INDOPOS-Langkah Pemprov Daerah Khusus Jakarta (DKJ) menon aktifkan mantan Kasatpol PP Jakarta Selatan Nanto Dwi Subekti, belum cukup. Semestinya, yang bersangkutan dipecat secara tidak hormat. Hal ini berkaitan dengan efek jera, terhadap para ASN lain, agar tidak melakukan kesalahan yang sama di kemudian hari.
Ketua LSM Komunitas Jakarta Baru Ali Husen, mendukung penuh Pj Gubernur Heru Budi Hartono dan Sekda DKI Joko Agus Setyono, yang ingin menegakan disiplin terhadap para aparaturnya. Ia pun mendesak, agar tidak cukup dengan menon aktifkan saja, namun juga memberikan sanksi tegas berupa pemecatan.
“Pj Gubernur harus tegas, harus ada kepastian, kalo tidak di tegakkan aturan maka wibawa Pemprov Jakarta akan runtuh,” ujar Ali Husen, Rabu (17/7/2024).
“Dan kasus ini bisa di jadikan efek jera kepada ASN yg lain. Bayangkan seorang PNS bisa dengan leluasa dan bebasnya mangkir dari kewajiban nya selama 4 tahun tapi dengan entengnya menyalahkan pimpinannya, dan mengatakan pemecatannya cacat hukum,” tegasnya.
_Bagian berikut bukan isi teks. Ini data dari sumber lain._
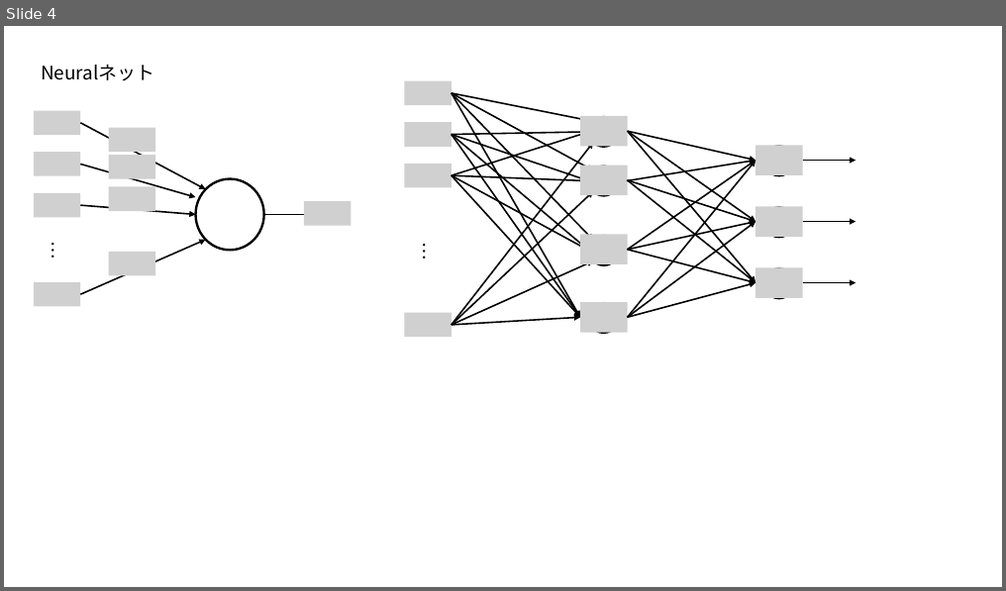
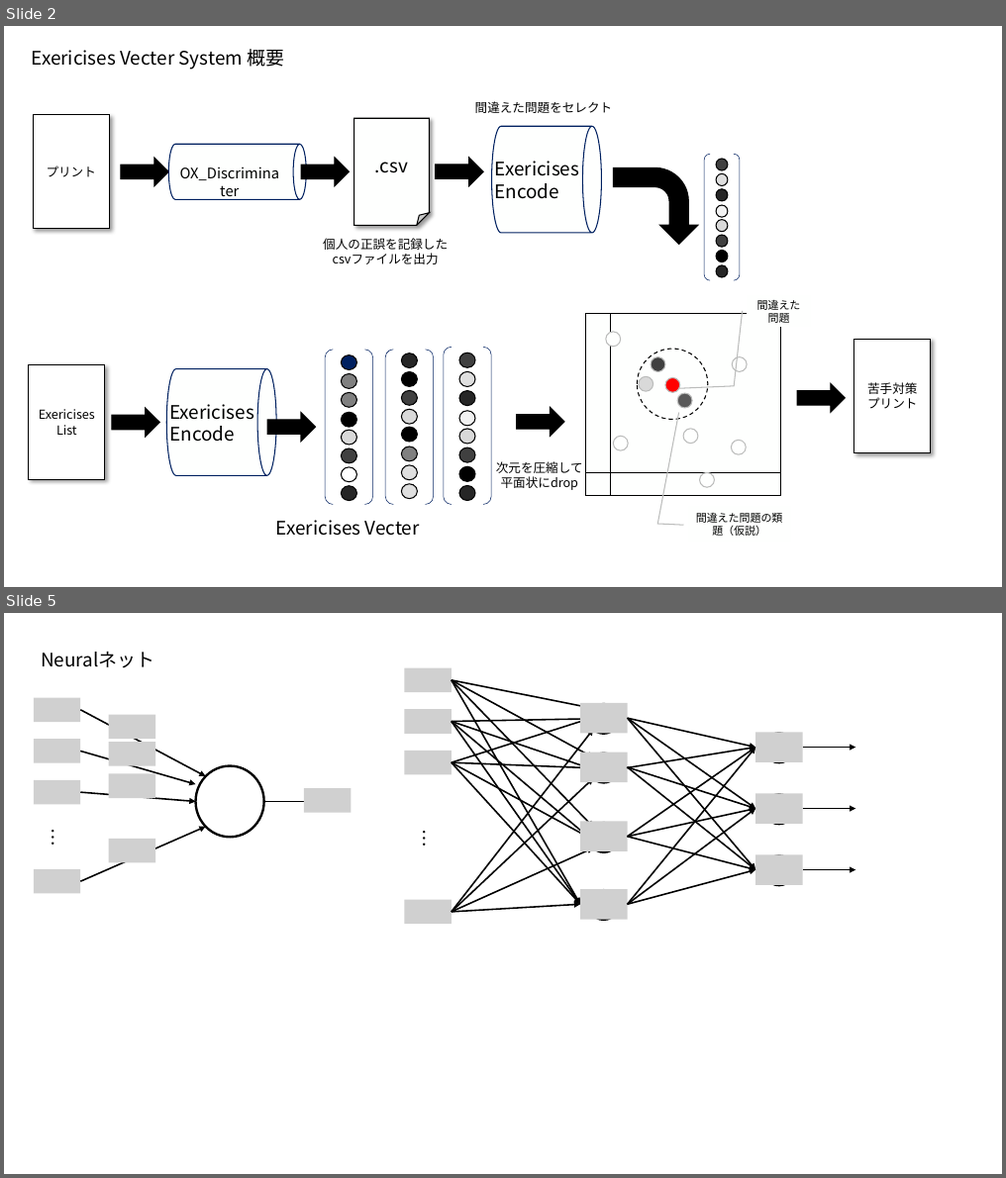
Before and after one commit to Poler382/thesis, a slide deck: pptx/図を作る用.pptx. Shown one above the other, each under a label of ours: slide 4 before the commit, slides 2 and 5 after it; the slides between them are not shown. The pictures are 1006x591 and 1006x1178 pixels, drawn with LibreOffice and Linux fonts; fonts in the diff are those of the drawing; grey boxes stand for pictures. Boxes give left, top, right and bottom in pixels: in the first picture for what was removed or moved away, otherwise in the second. Text is boxed around its words. In the diff, an @@ line names an element or a change of style, - is before the commit and + after.

```diff
--- a/pptx/図を作る用.pptx
+++ b/pptx/図を作る用.pptx
@@ slide 2 added at box(4, 26, 1002, 587), background #FFFFFF @@
@@ group added at box(29, 49, 931, 544): 43 ellipses, 8 texts, 7 right arrows, 4 bracket pairs, 3 rectangles, 3 cylinders, 2 callouts, 1 folded corner, 1 flow chart internal storage, 1 bent arrow @@
+プリント
+Exericises Vecter System 概要
+.csv
+個人の正誤を記録した
+csvファイルを出力
+OX_Discriminater
+間違えた問題をセレクト
+Exericises
+List
+Exericises
+Encode
+Exericises Vecter
+次元を圧縮して
+平面状にdrop
+間違えた問題
+間違えた問題の類題（仮説）
+Exericises
+Encode
+苦手対策
+プリント
@@ what was slide 4 is now slide 5 @@
```
Also in this commit, not shown: 5 slides changed, 5 other slides added, 1 slide removed, 15 other files.

Seperti diketahui, penon aktif-an Nanto Dwi Subekti berdasarkan risalah berita acara team pemeriksa yg di bentuk Sekretaris Daerah (Sekda) Jakarta. Berdasarkan catatan yang diterima media dari website resmi Pemprov DKJ, yang bersangkutan kerap bolos kerja atau alpa. Rinciannya sebagai berikut:
a. Pada tahun 2016, alpa sebanyak 205 (dua ratus lima) hari:
b. Pada tahun 2017, alpa sebanyak 220 (dua ratus dua puluh) hari;
c. Pada tahun 2018, alpa sebanyak 239 (dua ratus tiga puluh sembilan) hari;
d. Pada tahun 2019, alpa sebanyak 60 (enam puluh) hari.
Yang bersangkutan juga kerap menjadi sorotan terkait kinerja buruk, dalam penegakan peraturan daerah di wilayahnya. Tidak hanya itu selama 4 tahun Nanto tidak masuk kerja dan masih menerima gaji, sehingga berpotensi merugikan keuangan daerah.
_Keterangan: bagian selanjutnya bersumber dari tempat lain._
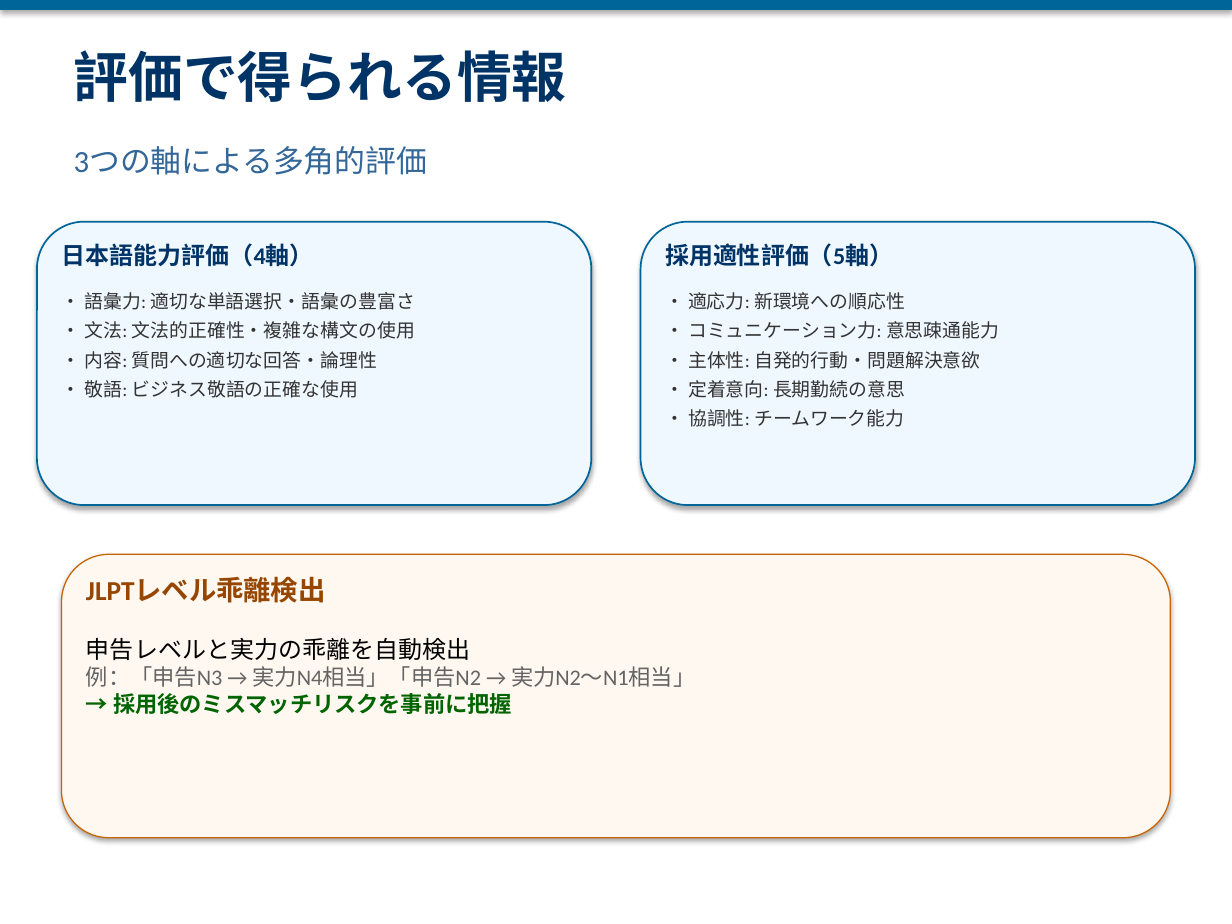
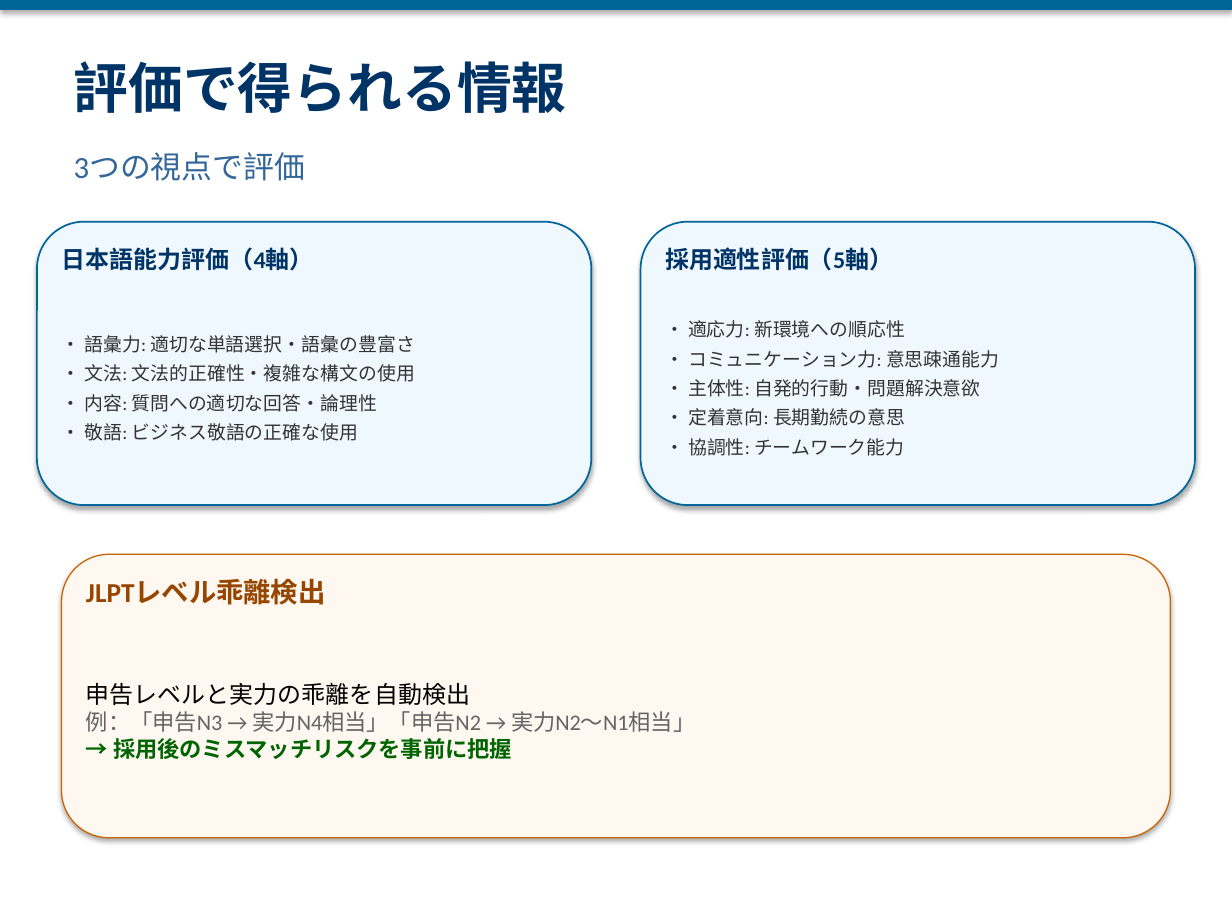
Before and after one commit to yoshidasendai115/ai-interview, a slide deck: slide 10 of docs/プレゼン資料/AI面接プラットフォーム_投資家向け.pptx (slide 9 before the commit). Drawn at 1232x924 pixels with LibreOffice and Linux fonts; fonts in the diff are those of the drawing. Boxes give left, top, right and bottom in pixels: in the first picture for what was removed or moved away, otherwise in the second. Text is boxed around its words. In the diff, an @@ line names an element or a change of style, - is before the commit and + after.

```diff
--- a/docs/プレゼン資料/AI面接プラットフォーム_投資家向け.pptx
+++ b/docs/プレゼン資料/AI面接プラットフォーム_投資家向け.pptx
@@ vertical alignment top to middle in 8 elements at [74, 61, 567, 113], [61, 247, 313, 271], [84, 335, 415, 441], [665, 247, 893, 271], [688, 320, 999, 456], [86, 579, 326, 605], [86, 683, 695, 759], [74, 152, 305, 181] @@
@@ text at [74, 152, 305, 181]: text changed @@
-3つの軸による多角的評価
+3つの視点で評価
```
Also in this commit, not shown: 16 other slides changed, 2 slides added, 54 other files.

Tak cukup sampai di situ, sosok Nanto Dwi Subekti juga dikenal arogan dan temperamental di kalangan wartawan. Pernah suatu ketika, ada wartawan menanyakan perihal monitoring wilayah, namun dijawab dengan ketus oleh yang bersangkutan.
Selain itu, yang bersangkutan diduga memiliki restoran mewah di wilayah Antasari Jaksel, yang diduga tidak dimasukan ke dalam LHKPN dan tidak memiliki izin.